From geologist to translator, to yoga teacher, to mother, to nurse. After ten years in school and  nine years in university I thought I was done with being a student, but after becoming a mother I realized the need to change my profession again and go into medical field. Changing life, changing place, changing role, changing profession – everything changed in my life recently and I think I am finally finding out what really works for me.

Science degrees, scientific career, scientific research. I miserably failed in writing scientific articles. Why? I don’t know for sure. Maybe I didn’t really believe in what I was doing, maybe didn’t get help I didn’t realize I needed and thousand other “maybes”. The fact is it didn’t work out and I had to let it go. Now I feel every day that  I am in the right place and in the right time.

This semester of Spring 2019 in City Tech was challenging. For the first time I was confronted with the terrain of knowledge I was expected to master by mostly working one on one with the thickest book. I suppose such approach is designed to teach students to learn independently, but in reality, I felt like little kitten frown into the water, drowning.  I feel strong urge just to create more structured and to the point program for teaching in the way that can be easier understood and remembered.
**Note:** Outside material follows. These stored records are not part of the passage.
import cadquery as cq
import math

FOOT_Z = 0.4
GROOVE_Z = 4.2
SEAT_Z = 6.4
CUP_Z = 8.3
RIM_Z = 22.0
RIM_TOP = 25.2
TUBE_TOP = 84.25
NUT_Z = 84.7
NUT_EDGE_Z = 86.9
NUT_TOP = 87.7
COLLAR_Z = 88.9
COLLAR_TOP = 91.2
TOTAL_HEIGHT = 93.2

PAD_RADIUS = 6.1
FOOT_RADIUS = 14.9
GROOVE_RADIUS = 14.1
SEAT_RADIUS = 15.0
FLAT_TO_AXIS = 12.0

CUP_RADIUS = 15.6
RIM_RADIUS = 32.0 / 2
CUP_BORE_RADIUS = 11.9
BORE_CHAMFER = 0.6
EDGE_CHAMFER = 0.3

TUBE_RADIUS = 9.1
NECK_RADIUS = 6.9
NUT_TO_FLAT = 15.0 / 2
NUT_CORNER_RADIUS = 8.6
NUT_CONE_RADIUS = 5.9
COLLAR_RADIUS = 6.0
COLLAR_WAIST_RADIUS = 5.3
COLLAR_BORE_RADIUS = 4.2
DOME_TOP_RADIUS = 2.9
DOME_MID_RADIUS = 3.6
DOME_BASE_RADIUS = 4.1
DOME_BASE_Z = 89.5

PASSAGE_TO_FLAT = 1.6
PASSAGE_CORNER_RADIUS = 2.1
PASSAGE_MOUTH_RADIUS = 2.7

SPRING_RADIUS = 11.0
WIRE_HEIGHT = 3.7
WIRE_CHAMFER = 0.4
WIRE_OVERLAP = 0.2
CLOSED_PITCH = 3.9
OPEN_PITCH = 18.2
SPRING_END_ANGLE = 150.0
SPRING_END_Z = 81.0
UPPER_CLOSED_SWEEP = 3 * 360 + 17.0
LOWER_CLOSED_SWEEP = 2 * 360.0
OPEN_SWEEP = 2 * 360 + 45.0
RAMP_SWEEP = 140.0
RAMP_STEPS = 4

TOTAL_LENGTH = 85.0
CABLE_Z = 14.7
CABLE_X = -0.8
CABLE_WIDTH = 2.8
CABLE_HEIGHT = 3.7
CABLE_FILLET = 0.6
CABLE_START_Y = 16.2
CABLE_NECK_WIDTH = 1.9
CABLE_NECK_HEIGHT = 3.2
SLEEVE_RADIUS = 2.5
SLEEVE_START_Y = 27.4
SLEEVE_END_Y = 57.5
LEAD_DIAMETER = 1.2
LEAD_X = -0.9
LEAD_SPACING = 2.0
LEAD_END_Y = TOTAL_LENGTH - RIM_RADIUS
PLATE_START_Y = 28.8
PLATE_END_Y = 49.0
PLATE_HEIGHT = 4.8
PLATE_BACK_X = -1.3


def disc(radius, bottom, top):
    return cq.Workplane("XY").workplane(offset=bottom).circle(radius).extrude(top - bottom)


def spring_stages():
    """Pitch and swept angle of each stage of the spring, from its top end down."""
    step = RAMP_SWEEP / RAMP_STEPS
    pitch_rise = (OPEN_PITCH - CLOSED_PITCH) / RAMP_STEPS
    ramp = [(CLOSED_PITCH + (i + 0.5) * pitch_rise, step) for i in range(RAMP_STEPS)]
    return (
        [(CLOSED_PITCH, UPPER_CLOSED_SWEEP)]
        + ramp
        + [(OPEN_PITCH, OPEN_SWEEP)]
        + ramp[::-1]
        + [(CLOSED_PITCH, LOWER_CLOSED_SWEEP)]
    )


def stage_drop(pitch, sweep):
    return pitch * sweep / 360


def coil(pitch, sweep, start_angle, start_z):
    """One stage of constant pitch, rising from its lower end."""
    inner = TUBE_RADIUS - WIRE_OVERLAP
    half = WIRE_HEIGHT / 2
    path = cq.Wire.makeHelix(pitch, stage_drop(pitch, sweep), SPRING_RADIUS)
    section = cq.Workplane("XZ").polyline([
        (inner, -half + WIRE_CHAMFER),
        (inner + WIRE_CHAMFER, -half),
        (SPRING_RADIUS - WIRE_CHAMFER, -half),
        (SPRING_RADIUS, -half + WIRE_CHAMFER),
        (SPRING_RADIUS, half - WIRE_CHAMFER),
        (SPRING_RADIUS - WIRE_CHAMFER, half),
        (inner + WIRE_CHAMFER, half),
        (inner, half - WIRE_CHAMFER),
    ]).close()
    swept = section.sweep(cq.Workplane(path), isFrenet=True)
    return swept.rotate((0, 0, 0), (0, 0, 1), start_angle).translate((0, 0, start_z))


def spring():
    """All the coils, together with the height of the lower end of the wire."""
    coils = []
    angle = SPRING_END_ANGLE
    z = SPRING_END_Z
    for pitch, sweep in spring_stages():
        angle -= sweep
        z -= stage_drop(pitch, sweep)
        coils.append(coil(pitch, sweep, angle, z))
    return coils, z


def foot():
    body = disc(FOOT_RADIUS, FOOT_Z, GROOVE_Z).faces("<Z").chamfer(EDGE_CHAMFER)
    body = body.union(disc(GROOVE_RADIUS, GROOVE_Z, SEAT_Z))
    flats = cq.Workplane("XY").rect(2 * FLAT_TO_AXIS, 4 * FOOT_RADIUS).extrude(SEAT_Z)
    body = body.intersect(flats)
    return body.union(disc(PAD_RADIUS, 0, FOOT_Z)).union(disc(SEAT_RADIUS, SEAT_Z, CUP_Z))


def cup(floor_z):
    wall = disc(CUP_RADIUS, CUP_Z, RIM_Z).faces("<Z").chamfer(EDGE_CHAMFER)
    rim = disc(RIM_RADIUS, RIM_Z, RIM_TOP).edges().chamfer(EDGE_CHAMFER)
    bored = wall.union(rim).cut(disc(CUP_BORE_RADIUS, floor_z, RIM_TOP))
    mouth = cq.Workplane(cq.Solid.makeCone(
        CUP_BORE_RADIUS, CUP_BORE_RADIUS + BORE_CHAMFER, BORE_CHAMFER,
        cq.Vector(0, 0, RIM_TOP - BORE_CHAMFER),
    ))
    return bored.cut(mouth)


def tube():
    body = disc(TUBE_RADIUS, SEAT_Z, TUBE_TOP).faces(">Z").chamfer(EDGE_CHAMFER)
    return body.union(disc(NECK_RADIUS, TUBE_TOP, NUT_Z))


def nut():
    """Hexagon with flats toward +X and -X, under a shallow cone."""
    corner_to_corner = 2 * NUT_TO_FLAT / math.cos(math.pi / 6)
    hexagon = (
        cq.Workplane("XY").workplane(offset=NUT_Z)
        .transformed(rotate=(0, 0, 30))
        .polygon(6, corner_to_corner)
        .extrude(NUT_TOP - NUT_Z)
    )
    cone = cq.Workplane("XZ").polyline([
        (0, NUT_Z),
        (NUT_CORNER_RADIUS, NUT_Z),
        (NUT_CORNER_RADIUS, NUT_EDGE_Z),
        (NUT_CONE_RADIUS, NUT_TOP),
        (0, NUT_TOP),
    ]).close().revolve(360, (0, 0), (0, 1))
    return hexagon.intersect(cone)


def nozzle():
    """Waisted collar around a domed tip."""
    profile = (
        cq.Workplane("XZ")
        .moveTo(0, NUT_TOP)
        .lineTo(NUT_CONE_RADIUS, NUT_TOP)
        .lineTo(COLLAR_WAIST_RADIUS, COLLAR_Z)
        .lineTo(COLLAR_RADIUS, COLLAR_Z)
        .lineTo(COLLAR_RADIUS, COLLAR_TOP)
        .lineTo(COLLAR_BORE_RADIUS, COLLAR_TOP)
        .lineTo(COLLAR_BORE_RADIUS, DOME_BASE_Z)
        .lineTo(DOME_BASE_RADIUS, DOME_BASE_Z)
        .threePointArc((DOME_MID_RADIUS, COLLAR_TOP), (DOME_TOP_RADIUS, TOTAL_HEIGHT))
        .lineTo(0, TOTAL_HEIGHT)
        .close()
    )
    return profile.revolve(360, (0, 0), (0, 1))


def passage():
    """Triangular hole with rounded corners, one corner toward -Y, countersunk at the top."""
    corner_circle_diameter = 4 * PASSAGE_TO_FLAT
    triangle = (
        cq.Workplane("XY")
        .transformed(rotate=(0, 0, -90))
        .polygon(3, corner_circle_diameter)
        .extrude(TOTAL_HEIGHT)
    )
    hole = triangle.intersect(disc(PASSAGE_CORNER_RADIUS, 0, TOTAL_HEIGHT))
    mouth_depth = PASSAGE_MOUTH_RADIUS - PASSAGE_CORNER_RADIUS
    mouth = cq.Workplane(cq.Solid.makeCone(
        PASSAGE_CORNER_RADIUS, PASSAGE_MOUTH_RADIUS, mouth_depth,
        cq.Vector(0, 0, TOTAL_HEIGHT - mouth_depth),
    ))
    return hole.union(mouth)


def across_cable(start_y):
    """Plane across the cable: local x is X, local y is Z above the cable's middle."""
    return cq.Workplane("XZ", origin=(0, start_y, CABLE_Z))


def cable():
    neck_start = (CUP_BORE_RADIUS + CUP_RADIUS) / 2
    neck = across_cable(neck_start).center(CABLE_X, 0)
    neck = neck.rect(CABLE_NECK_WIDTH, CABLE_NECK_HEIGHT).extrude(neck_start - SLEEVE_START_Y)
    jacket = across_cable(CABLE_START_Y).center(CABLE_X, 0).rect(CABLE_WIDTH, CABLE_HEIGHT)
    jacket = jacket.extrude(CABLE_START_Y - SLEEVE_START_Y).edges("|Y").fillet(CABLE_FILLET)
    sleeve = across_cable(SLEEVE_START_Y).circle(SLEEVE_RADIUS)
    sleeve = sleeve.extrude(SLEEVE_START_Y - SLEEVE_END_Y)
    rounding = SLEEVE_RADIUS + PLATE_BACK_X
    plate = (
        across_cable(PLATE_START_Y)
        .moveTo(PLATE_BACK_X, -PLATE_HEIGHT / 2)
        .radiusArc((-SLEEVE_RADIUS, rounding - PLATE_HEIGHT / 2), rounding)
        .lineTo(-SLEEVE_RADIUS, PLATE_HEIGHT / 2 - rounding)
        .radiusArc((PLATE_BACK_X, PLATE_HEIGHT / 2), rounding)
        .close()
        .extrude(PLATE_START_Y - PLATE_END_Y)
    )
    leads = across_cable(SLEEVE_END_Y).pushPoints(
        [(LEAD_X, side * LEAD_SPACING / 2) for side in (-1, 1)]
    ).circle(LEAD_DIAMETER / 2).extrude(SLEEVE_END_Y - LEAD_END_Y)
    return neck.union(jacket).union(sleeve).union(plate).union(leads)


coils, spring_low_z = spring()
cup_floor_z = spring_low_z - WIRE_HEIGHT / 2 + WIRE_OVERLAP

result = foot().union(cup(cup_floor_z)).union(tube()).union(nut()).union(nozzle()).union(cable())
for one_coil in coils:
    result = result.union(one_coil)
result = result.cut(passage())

It’s the end pf the semester and things clearing up a bit and  I know that the next one will be better.

English class has been a breath of air for a drowning person. I think it worth something to hear it from someone like me, who’s a) not a native speaker; b) did not enjoy English I class at all. Allowing free writing and creative expression as oppose to emphasis on grammar made a huge difference. The class time was relaxing, yet productive and thought provoking. Afterwards I was usually left more relaxed, inspired and self-worthy again.

The best part about writing is that you never know what you’ll write until it appears on the paper. Self-discovery: it was challenging and a little bit scary to dig deeper into yourself, find new-old things there. For example, for me most creative and artistic outbursts happen during hardest times. I think, writing as a form of art acts like a vent for extra emotions you feel. Helps me vent out during hardest periods, but writing doesn’t naturally happen to me when I’m happy.

Everybody thinks differently. For me it is always been a challenge to convey what I mean in writing regardless the language. Expressing thoughts in clear and easy understandable way is the obstacle I often struggle with. Unit’s 1 Freedom essay opened my eyes to look at the writing as a process of rewriting, which is normal and necessary.

Genre switching unit 2 was very enjoyable for me. The hardest part was to choose the topic, but after that I was able to relax and have fun. I got to write a poem and was surprised to realize how much I miss that revealing and creative experience.

Research of unit 3 was and is challenging, not due lack of ideas and information, but due to overwhelming overflow of both. It felt like it could use more time but like with any research it can be endless without clear deadlines.

Dear Professor, thank you! I really, really enjoyed your class. It helped me to tap into my creative side and do some reflection on my life today, my goals and perspectives. I’m grateful for reminding me how it feels to write, pouring you thoughts and yourself on the paper.